第25章 南郊审案——法之威(2/2)
无人出声。
耶律德光始终立在坛上,看著行刑。杖数到二十,他抬起右手。
行刑停住。
他转身,对坛下开口:
“此判非朕之私意,乃《新格》之意。”
声音不高,但坛下万民无人言语,只听得他一人之声。
“此格,即为朕与万民之约。守约者,受其庇。破约者,受其罚”
他顿了一息。
“无论胡汉。”
话音落处,坛下如潮水般跪倒。
没有欢呼,没有山呼万岁。

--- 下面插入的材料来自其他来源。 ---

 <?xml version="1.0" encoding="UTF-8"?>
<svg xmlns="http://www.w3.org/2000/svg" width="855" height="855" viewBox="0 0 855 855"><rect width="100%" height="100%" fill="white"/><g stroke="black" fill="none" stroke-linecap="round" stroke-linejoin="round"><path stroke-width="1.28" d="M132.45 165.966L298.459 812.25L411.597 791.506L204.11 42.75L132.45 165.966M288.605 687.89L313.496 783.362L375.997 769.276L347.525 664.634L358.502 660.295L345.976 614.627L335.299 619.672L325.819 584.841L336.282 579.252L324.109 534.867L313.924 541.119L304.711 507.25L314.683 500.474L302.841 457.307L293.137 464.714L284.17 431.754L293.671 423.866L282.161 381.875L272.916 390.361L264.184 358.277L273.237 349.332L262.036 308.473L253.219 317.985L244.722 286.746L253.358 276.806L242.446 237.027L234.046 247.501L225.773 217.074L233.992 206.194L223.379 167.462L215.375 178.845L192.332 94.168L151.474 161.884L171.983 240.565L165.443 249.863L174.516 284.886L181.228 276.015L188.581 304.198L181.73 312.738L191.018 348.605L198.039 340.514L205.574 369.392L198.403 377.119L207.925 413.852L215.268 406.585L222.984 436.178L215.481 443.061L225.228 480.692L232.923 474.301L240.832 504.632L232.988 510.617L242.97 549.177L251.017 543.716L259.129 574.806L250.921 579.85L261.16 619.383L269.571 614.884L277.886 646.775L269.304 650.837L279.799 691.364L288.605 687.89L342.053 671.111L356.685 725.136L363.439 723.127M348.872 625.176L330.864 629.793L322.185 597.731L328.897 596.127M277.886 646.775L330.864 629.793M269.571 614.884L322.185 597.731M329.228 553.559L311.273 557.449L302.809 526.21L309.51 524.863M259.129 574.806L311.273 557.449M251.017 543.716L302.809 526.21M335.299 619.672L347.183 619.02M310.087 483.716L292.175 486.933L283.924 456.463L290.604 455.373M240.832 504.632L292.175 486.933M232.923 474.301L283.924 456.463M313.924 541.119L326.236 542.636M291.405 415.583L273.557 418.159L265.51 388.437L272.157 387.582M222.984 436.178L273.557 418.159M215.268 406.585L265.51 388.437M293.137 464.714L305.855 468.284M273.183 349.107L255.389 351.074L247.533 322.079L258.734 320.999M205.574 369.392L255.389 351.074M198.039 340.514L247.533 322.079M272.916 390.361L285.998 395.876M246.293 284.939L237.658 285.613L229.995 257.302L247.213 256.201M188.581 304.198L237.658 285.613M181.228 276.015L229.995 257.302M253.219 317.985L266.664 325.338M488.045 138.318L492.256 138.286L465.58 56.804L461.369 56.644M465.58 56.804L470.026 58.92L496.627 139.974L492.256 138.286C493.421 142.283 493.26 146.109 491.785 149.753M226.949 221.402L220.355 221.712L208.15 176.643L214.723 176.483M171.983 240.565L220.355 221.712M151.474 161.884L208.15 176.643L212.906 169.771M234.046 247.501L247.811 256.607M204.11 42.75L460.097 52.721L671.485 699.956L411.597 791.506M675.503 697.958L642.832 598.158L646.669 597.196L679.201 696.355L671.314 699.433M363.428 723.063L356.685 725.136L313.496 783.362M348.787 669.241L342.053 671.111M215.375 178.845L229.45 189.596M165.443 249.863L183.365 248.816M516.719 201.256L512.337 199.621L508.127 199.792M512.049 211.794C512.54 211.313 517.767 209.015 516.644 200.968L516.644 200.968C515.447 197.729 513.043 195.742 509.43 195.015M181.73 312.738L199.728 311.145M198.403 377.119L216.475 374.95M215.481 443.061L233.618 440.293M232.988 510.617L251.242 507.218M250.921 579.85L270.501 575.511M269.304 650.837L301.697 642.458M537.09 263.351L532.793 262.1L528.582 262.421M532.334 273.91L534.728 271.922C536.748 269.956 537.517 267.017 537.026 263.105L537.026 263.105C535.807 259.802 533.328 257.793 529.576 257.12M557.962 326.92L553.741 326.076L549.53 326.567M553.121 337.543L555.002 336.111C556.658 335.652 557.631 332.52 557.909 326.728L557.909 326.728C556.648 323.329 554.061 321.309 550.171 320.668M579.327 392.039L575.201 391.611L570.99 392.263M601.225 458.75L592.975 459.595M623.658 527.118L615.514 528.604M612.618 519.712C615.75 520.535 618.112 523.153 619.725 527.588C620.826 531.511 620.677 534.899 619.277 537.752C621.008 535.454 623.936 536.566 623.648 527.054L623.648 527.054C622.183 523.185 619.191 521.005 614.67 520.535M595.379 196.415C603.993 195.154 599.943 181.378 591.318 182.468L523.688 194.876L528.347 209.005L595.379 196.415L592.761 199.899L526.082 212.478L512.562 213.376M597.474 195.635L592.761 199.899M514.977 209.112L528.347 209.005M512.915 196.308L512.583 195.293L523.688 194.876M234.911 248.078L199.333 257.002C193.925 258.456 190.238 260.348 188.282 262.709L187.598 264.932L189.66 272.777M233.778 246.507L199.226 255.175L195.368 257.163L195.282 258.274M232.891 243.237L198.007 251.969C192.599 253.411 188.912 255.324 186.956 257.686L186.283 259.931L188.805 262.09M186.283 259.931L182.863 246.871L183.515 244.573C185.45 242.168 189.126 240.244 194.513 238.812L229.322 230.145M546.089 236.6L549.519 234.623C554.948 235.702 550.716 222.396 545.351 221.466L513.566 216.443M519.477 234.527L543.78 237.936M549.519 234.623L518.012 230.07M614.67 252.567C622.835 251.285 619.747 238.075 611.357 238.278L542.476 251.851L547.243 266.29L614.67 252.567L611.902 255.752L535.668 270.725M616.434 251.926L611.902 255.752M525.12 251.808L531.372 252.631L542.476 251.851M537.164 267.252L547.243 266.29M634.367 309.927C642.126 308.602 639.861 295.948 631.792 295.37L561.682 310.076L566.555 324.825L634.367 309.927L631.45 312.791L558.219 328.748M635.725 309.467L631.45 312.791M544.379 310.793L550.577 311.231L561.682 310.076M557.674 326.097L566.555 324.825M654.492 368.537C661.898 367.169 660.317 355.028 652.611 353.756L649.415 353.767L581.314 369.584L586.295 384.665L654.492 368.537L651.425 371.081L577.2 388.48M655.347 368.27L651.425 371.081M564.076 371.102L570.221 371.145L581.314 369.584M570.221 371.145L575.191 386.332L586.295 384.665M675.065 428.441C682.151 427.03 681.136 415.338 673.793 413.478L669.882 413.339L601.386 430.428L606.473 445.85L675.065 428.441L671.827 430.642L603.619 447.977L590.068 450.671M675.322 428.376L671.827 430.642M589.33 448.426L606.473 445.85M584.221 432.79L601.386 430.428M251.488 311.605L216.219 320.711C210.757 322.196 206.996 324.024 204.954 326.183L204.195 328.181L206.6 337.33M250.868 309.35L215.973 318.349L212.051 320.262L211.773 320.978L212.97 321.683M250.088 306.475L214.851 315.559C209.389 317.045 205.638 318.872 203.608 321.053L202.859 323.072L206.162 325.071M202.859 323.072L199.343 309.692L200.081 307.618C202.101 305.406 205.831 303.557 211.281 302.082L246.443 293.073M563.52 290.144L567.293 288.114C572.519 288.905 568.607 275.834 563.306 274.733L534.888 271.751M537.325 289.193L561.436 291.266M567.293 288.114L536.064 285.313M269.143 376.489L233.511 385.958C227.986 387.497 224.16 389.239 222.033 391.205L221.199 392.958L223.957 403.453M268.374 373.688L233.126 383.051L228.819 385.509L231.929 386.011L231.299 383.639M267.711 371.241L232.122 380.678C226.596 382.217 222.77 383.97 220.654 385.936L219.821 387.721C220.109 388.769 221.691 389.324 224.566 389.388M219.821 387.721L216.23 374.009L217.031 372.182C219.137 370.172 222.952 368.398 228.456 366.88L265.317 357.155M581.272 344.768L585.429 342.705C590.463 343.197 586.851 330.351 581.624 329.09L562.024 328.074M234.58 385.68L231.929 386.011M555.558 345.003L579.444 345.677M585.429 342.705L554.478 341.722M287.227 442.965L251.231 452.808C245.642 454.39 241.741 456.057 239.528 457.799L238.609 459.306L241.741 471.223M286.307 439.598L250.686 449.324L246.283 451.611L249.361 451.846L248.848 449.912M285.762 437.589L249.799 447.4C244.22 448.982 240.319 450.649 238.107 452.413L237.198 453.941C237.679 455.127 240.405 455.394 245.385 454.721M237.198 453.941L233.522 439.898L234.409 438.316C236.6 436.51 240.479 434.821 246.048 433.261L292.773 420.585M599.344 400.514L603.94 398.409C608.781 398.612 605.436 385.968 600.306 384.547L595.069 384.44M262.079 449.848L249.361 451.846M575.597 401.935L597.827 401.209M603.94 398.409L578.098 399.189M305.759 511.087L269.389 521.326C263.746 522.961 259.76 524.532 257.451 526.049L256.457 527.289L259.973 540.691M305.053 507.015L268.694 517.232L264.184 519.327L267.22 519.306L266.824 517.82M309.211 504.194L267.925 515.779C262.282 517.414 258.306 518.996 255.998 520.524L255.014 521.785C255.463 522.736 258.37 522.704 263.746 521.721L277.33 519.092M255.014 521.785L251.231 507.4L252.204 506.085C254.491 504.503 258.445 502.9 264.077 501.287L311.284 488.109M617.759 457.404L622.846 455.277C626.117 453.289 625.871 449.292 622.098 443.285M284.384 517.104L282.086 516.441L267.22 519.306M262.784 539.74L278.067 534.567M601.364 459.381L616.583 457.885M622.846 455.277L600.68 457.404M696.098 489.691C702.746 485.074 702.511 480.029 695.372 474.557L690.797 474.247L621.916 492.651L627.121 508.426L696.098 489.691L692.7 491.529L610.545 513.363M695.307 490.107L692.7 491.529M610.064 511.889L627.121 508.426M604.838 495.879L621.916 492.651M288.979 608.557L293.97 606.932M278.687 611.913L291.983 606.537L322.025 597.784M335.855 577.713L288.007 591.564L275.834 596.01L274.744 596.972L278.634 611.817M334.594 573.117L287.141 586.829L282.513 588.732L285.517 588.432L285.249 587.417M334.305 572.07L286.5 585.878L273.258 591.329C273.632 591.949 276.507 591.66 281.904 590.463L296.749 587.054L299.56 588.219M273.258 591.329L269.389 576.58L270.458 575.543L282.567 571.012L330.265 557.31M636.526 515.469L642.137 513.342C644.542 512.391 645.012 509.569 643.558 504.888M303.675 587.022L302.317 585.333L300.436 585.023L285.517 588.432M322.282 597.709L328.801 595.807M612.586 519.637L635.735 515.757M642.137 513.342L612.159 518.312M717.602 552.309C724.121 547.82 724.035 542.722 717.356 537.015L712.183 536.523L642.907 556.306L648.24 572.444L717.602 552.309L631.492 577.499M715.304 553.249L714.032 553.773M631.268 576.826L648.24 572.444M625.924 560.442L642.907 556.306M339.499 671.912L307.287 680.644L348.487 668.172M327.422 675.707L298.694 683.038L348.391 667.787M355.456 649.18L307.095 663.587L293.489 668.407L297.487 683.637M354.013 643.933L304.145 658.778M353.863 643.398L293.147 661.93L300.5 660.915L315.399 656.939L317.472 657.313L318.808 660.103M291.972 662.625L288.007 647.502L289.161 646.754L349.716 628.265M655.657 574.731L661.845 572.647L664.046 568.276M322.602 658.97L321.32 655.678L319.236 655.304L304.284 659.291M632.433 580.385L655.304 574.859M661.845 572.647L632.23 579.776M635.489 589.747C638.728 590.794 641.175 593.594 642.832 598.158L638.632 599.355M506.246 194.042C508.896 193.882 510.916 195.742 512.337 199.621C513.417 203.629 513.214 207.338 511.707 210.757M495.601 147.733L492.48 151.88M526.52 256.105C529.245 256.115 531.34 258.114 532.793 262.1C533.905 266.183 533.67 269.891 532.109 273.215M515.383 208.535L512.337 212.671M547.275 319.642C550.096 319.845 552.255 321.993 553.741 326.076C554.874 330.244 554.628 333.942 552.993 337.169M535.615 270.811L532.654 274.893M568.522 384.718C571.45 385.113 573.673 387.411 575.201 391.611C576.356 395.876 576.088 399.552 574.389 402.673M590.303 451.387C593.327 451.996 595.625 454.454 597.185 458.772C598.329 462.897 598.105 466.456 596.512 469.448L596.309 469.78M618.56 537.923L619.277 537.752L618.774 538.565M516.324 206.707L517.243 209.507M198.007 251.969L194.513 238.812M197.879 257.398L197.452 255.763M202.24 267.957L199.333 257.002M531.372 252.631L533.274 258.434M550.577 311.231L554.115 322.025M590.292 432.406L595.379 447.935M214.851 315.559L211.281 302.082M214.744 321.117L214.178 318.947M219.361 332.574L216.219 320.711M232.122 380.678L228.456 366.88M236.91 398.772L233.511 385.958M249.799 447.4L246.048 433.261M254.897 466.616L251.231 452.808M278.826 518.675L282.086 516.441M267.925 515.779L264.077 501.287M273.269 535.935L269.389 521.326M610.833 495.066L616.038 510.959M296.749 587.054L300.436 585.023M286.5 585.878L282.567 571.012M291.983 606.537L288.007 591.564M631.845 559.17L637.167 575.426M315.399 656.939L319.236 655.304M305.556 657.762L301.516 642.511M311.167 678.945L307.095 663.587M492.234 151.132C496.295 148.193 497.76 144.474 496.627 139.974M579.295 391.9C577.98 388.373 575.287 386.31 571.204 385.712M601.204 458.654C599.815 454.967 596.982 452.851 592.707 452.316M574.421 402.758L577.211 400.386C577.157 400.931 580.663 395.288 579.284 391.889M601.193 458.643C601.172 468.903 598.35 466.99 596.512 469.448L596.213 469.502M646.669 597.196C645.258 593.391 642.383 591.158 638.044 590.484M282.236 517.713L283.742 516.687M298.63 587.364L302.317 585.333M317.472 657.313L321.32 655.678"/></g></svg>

只有棉袄、皮袍、旧甲、布衣,层层叠叠伏在正月冰冷的土地上。
李四跪在地上,额头触著枯草,浑身发抖。
他不知道自己是在哭,还是在笑。
坛侧,耶律阮立在一株槐树下。
他望著法坛上那道玄色身影,又望望那些跪伏的人。
有契丹老人跪在人群最边缘,背脊仍挺著,但头颅缓缓垂了下去。
耶律阮没有移开目光。
他身后三步,一名灰衣家僕正从人群中悄悄退出,脚步匆匆,朝城西方向奔去。
那是和凝府上的方向。
坛上,郑裕正命人將判决誊写入卷。
冯道静坐一侧,袖中手指缓缓摩挲著那方染血旧帕。
他望著坛下万民,望著渐渐西移的日影,望著远处城墙上猎猎的旗帜。
忽然极轻地咳嗽了一声。
第一道血跡洇出帕面时,他不动声色地將帕子折起,收入袖中更深之处。
坛下,杖刑继续。
杖数五十,挞烈已昏厥过去。
刑吏抬头望向御座。
耶律德光点头。
“押回监牢,余刑择日再行。赔偿之数,从他名下军餉、家產中按月扣划,登记入册。”
他转身,走下法坛。
经过耶律阮身侧时,脚步略停。
“方才那些。”
耶律阮抬头。
“记下来。”耶律德光没有看他,“日后你会知道,今日这一杖一杖,打在哪里。”
他继续向前走去。
玄色背影穿过跪伏的人群,走向停在不远处的车驾。
日光照在他肩上,那一片玄色,竟像淬了霜。
耶律阮立在原地,从袖中摸出一卷空白册子,又摸出一截炭笔。
他倚著槐树,慢慢写下:
“会同新元正月初六,南郊,挞烈案。
判:夺军籍,杖一百,徒三年,赔钱百贯、粟五十斛。
行刑时,契丹军士无人譁变。
人群中有人哭,有人跪,有人別过脸去。
祖母若在,会说什么?
叔父说,要记下来。
他说,日后我会知道,这一杖一杖,打在哪里。”
他停笔。
远处,和凝府上的灰衣家僕已奔入侧门,消失在高墙之后。